(Dataset entries)
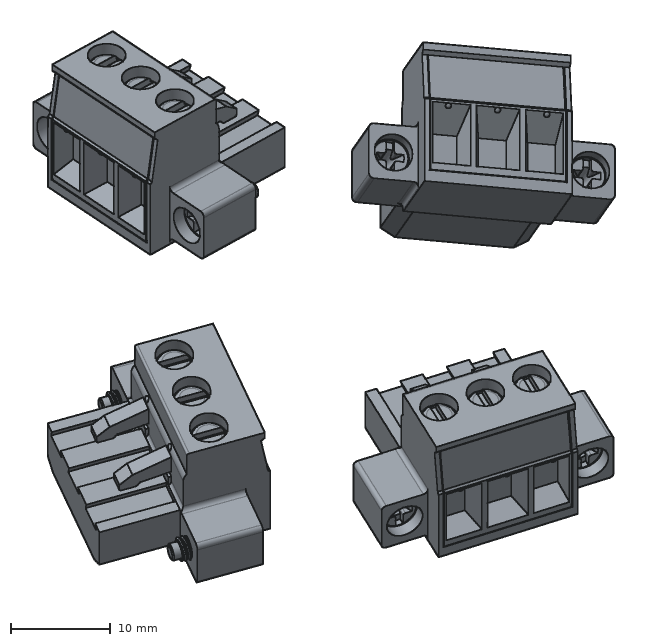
import cadquery as cq
import math


pole_count = 3
pole_pitch = 5.08
body_width = 15.25
body_height = 15.1
body_rear = 8.92
shelf_rear = 9.3
flange_rear = 9.63
foot_chamfer = 0.18
top_rounding = 0.25

front_face_top = 8.85
slope_foot_y = 0.23
slope_foot_z = 9.07
slope_head_y = 1.0
slope_head_z = 13.92
brow_y = 0.58
brow_z = 14.3

bulge_top = 12.01
bulge_foot = 11.02

plug_tip = 18.2
plug_bottom = 0.85
plug_top = 6.73
plug_bevel_height = 0.9
plug_bevel_width = 1.52
plug_rib_width = 2.45
plug_end_rib = 1.25
channel_depth = 0.75
channel_undercut = 0.2

overall_width = 25.4
flange_front = 2.62
flange_rounding = 0.5
shelf_foot = plug_top + flange_rounding
flange_middle_z = (plug_bottom + plug_top) / 2

insert_middle = -0.03
insert_width = 13.92
insert_bottom = 1.3
groove_half_width = 7.09
groove_bottom = 1.22
groove_floor_y = 1.27

mouth_width = 4.47
mouth_bottom = 2.05
mouth_top = 8.59
mouth_limit = 6.73
entry_end_width = 2.87
entry_end_bottom = 2.85
entry_end_top = 6.05
entry_depth = 2.45
tip_radius = 0.43

clamp_y = 5.65
clamp_radius = 1.9
clamp_depth = 1.02
clamp_rounding = 0.53
clamp_slot_width = 0.81
clamp_slot_depth = 0.81

flange_screw_x = 10.15
flange_screw_radius = 1.95
flange_screw_depth = 1.35
flange_screw_rounding = 0.08
head_gap = 0.1
cross_slot_width = 0.85
cross_slot_depth = 0.75
cross_arm_width = 0.75
cross_arm_reach = 1.42
cross_floor_reach = 1.1
cross_corner = 0.25
thread_root_radius = 1.07
thread_crest_radius = 1.3
thread_pitch = 0.45
thread_turns = 3
thread_base = 0.4
thread_overlap = 0.08
thread_runout = 0.1
thread_end = 10.65
pilot_radius = 0.9
pilot_end = 11.63
pilot_chamfer = 0.15

latch_x = 3.35
latch_width = 1.63
latch_root_y = 9.02
latch_root_top = 11.05
latch_root_bottom = 8.76
latch_bend_y = 13.44
latch_bend_z = 9.85
latch_tip_y = 14.83
latch_nose_z = 8.86
latch_tip_bevel = 0.13
latch_hook_y = 13.03
latch_hook_z = 7.95
latch_throat_y = 12.6
latch_throat_z = 8.4
latch_stop_top = 7.98
button_radius = 0.43
button_y = 8.95
button_z = 11.45

pole_positions = [(i - (pole_count - 1) / 2) * pole_pitch for i in range(pole_count)]


def span_box(x0, x1, y0, y1, z0, z1):
    """Box given by its limits along each axis."""
    return cq.Workplane("XY").box(x1 - x0, y1 - y0, z1 - z0, centered=False).translate((x0, y0, z0))


def side_prism(points, middle_x, width):
    """Prism along X whose (y, z) outline is given."""
    prism = cq.Workplane("YZ").polyline(points).close().extrude(width / 2, both=True)
    return prism.translate((middle_x, 0, 0))


def make_body(width):
    """Side outline of the body, extruded to the given width."""
    bulge = shelf_rear - body_rear
    rise = bulge_top - bulge_foot
    bulge_radius = (bulge**2 + rise**2) / (2 * bulge)
    half_angle = math.asin(rise / bulge_radius) / 2
    swell_y = shelf_rear - bulge_radius * (1 - math.cos(half_angle))
    swell_z = bulge_foot + bulge_radius * math.sin(half_angle)
    cove_y = shelf_rear + flange_rounding
    cove_end_z = shelf_foot - math.sqrt(flange_rounding**2 - (cove_y - flange_rear) ** 2)
    outline = (
        cq.Workplane("YZ")
        .polyline([
            (0, 0),
            (0, front_face_top),
            (slope_foot_y, slope_foot_z),
            (slope_head_y, slope_head_z),
            (brow_y, brow_z),
            (brow_y, body_height),
            (body_rear - top_rounding, body_height),
        ])
        .tangentArcPoint((body_rear, body_height - top_rounding), relative=False)
        .lineTo(body_rear, bulge_top)
        .threePointArc((swell_y, swell_z), (shelf_rear, bulge_foot))
        .lineTo(shelf_rear, shelf_foot)
        .tangentArcPoint((flange_rear, cove_end_z), relative=False)
        .lineTo(flange_rear, plug_bottom)
        .lineTo(body_rear, plug_bottom)
        .lineTo(body_rear, foot_chamfer)
        .lineTo(body_rear - foot_chamfer, 0)
        .close()
    )
    return outline.extrude(width / 2, both=True)


def make_plug():
    """Plug with dovetail channels along its top and bevelled lower edges."""
    half = body_width / 2
    plug = span_box(-half, half, body_rear, plug_tip, plug_bottom, plug_top)
    for x in (-half, half):
        bevel = cq.Workplane("XZ", origin=(0, plug_tip, plug_bottom)).polyline([
            (x, 0),
            (x, plug_bevel_height),
            (x - math.copysign(plug_bevel_width, x), 0),
        ])
        plug = plug.cut(bevel.close().extrude(plug_tip - flange_rear))
    channel_width = pole_pitch - plug_rib_width
    outer_channel_edge = half - plug_end_rib
    rib_edge = pole_pitch / 2 + plug_rib_width / 2
    channels = [
        (-outer_channel_edge, -rib_edge),
        (-channel_width / 2, channel_width / 2),
        (rib_edge, outer_channel_edge),
    ]
    floor_z = plug_top - channel_depth
    for left, right in channels:
        outline = [
            (left, plug_top),
            (right, plug_top),
            (right + channel_undercut, floor_z),
            (left - channel_undercut, floor_z),
        ]
        channel = cq.Workplane("XZ").polyline(outline).close().extrude(-(plug_tip - flange_rear))
        plug = plug.cut(channel.translate((0, flange_rear, 0)))
    return plug


def make_flanges():
    """Bar with rounded ends across the body, blended into its sides by concave fillets."""
    bar_end = overall_width / 2
    blend_start = body_width / 2
    blend_end = blend_start + flange_rounding
    bar = span_box(-bar_end, bar_end, flange_front, flange_rear, plug_bottom, plug_top)
    bar = bar.edges("|Y").fillet(flange_rounding)
    blend = span_box(-blend_end, blend_end, flange_front, flange_rear,
                     plug_bottom - flange_rounding, plug_top + flange_rounding)
    for x in (-blend_end, blend_end):
        for z in (plug_bottom - flange_rounding, plug_top + flange_rounding):
            round_off = cq.Workplane("XZ", origin=(x, flange_front, z)).circle(flange_rounding)
            blend = blend.cut(round_off.extrude(flange_front - flange_rear))
    blend = blend.intersect(make_body(2 * blend_end))
    return bar.union(blend)


def make_latch(x):
    """Latch arm, the stop below its root and the round button above it."""
    arm_outline = [
        (latch_root_y, latch_root_top),
        (latch_bend_y, latch_bend_z),
        (latch_tip_y, latch_nose_z),
        (latch_tip_y, latch_hook_z + latch_tip_bevel),
        (latch_tip_y - latch_tip_bevel, latch_hook_z),
        (latch_hook_y, latch_hook_z),
        (latch_throat_y, latch_throat_z),
        (latch_root_y, latch_root_bottom),
    ]
    arm = side_prism(arm_outline, x, latch_width)
    stop = span_box(x - latch_width / 2, x + latch_width / 2, body_rear, flange_rear,
                    plug_top - channel_depth, latch_stop_top)
    button = cq.Workplane("XY").sphere(button_radius).translate((x, button_y, button_z))
    return arm.union(stop).union(button)


def make_insert_groove():
    """Gap between the frame opening and the insert that fills it."""
    half = insert_width / 2
    opening = span_box(-groove_half_width, groove_half_width, 0, groove_floor_y,
                       groove_bottom, slope_head_z)
    insert = span_box(insert_middle - half, insert_middle + half, 0, groove_floor_y,
                      insert_bottom, slope_head_z)
    return opening.cut(insert)


def make_wire_entry(pole_x):
    """Tapered funnel; the outer poles have their mouths trimmed by the edge of the insert."""
    left = max(pole_x - mouth_width / 2, -mouth_limit)
    right = min(pole_x + mouth_width / 2, mouth_limit)
    mouth_z = (mouth_bottom + mouth_top) / 2
    end_z = (entry_end_bottom + entry_end_top) / 2
    return (
        cq.Workplane("XZ")
        .center((left + right) / 2, mouth_z)
        .rect(right - left, mouth_top - mouth_bottom)
        .workplane(offset=-entry_depth)
        .center(pole_x - (left + right) / 2, end_z - mouth_z)
        .rect(entry_end_width, entry_end_top - entry_end_bottom)
        .loft(ruled=True)
        .translate((insert_middle, 0, 0))
    )


def make_head_recess(radius, depth, rounding):
    """Hole with its mouth at Z = 0 that leaves a round-edged screw head standing on its floor."""
    hole = cq.Workplane("XY").circle(radius).extrude(-depth - rounding)
    head = cq.Workplane("XY").workplane(offset=-depth - 2 * rounding).circle(radius - head_gap)
    head = head.extrude(2 * rounding).faces(">Z").edges().fillet(rounding)
    return hole.cut(head)


def make_clamp_recess(x):
    """Hole over a clamping screw, with a straight slot in the screw head."""
    recess = make_head_recess(clamp_radius, clamp_depth, clamp_rounding)
    head_radius = clamp_radius - head_gap
    slot_floor = clamp_depth + clamp_slot_depth
    slot = cq.Workplane("XY").rect(clamp_slot_width, 2 * head_radius).extrude(-slot_floor)
    slot = slot.intersect(cq.Workplane("XY").circle(head_radius).extrude(-slot_floor))
    return recess.union(slot).translate((x, clamp_y, body_height))


def make_clamp_tip(x):
    """Round tip that shows below the ceiling of a wire entry, just behind its mouth."""
    return cq.Workplane("XY").sphere(tip_radius).translate((x + insert_middle, tip_radius, mouth_top))


def make_flange_recess(x):
    """Screw head recess with a straight slot and a conical cross, opening toward -Y."""
    recess = make_head_recess(flange_screw_radius, flange_screw_depth, flange_screw_rounding)
    radius = flange_screw_radius - head_gap
    cone_depth = cross_slot_depth * cross_arm_reach / (cross_arm_reach - cross_floor_reach)

    cross = cq.Workplane("XY").rect(cross_slot_width, 2 * radius).extrude(-cone_depth)
    cross = cross.union(cq.Workplane("XY").rect(2 * cross_arm_reach, cross_arm_width).extrude(-cone_depth))
    inner_corners = cq.selectors.BoxSelector(
        (-cross_slot_width, -cross_arm_width, -cone_depth), (cross_slot_width, cross_arm_width, 0)
    )
    cross = cross.edges(inner_corners).edges("|Z").fillet(cross_corner)

    cone = cq.Workplane(cq.Solid.makeCone(cross_arm_reach, 0, cone_depth, dir=cq.Vector(0, 0, -1)))
    slot_zone = cq.Workplane("XY").rect(cross_slot_width, 2 * radius).extrude(-cross_slot_depth)
    slot_zone = slot_zone.intersect(cq.Workplane("XY").circle(radius).extrude(-cross_slot_depth))
    cross = cross.intersect(cone.union(slot_zone)).translate((0, 0, -flange_screw_depth))

    tool = recess.union(cross)
    return tool.rotate((0, 0, 0), (1, 0, 0), 90).translate((x, flange_front, flange_middle_z))


def make_screw_end(x):
    """Threaded end of a flange screw, with a plain pilot at its tip."""
    start = thread_end - thread_runout - thread_turns * thread_pitch
    length = thread_end - start
    root = thread_root_radius
    buried_base = root - thread_overlap
    half_base = thread_base / 2

    core = cq.Workplane("XY").circle(root).extrude(length)
    helix = cq.Wire.makeHelix(thread_pitch, (thread_turns + 0.5) * thread_pitch, root)
    ridge = (
        cq.Workplane("XZ")
        .polyline([(buried_base, -half_base), (thread_crest_radius, 0), (buried_base, half_base)])
        .close()
        .sweep(cq.Workplane(helix), isFrenet=True)
    )
    ridge = ridge.intersect(cq.Workplane("XY").circle(2 * root).extrude(length))
    pilot = cq.Workplane("XY").circle(pilot_radius).extrude(pilot_end - start)
    pilot = pilot.faces(">Z").chamfer(pilot_chamfer)
    screw = core.union(ridge).union(pilot)
    return screw.rotate((0, 0, 0), (1, 0, 0), -90).translate((x, start, flange_middle_z))


result = make_body(body_width).union(make_plug()).union(make_flanges())
for side in (-1, 1):
    result = result.union(make_latch(side * latch_x))

result = result.cut(make_insert_groove())
for pole_x in pole_positions:
    result = result.cut(make_wire_entry(pole_x))
    result = result.cut(make_clamp_recess(pole_x))
    result = result.union(make_clamp_tip(pole_x))

for side in (-1, 1):
    result = result.cut(make_flange_recess(side * flange_screw_x))
    result = result.union(make_screw_end(side * flange_screw_x))
(End Dataset entries)
* Problem details *
Which lines of the data above contain the string "length"? Copy each of them.

* Problem solution *
    length = thread_end - start
    core = cq.Workplane("XY").circle(root).extrude(length)
    ridge = ridge.intersect(cq.Workplane("XY").circle(2 * root).extrude(length))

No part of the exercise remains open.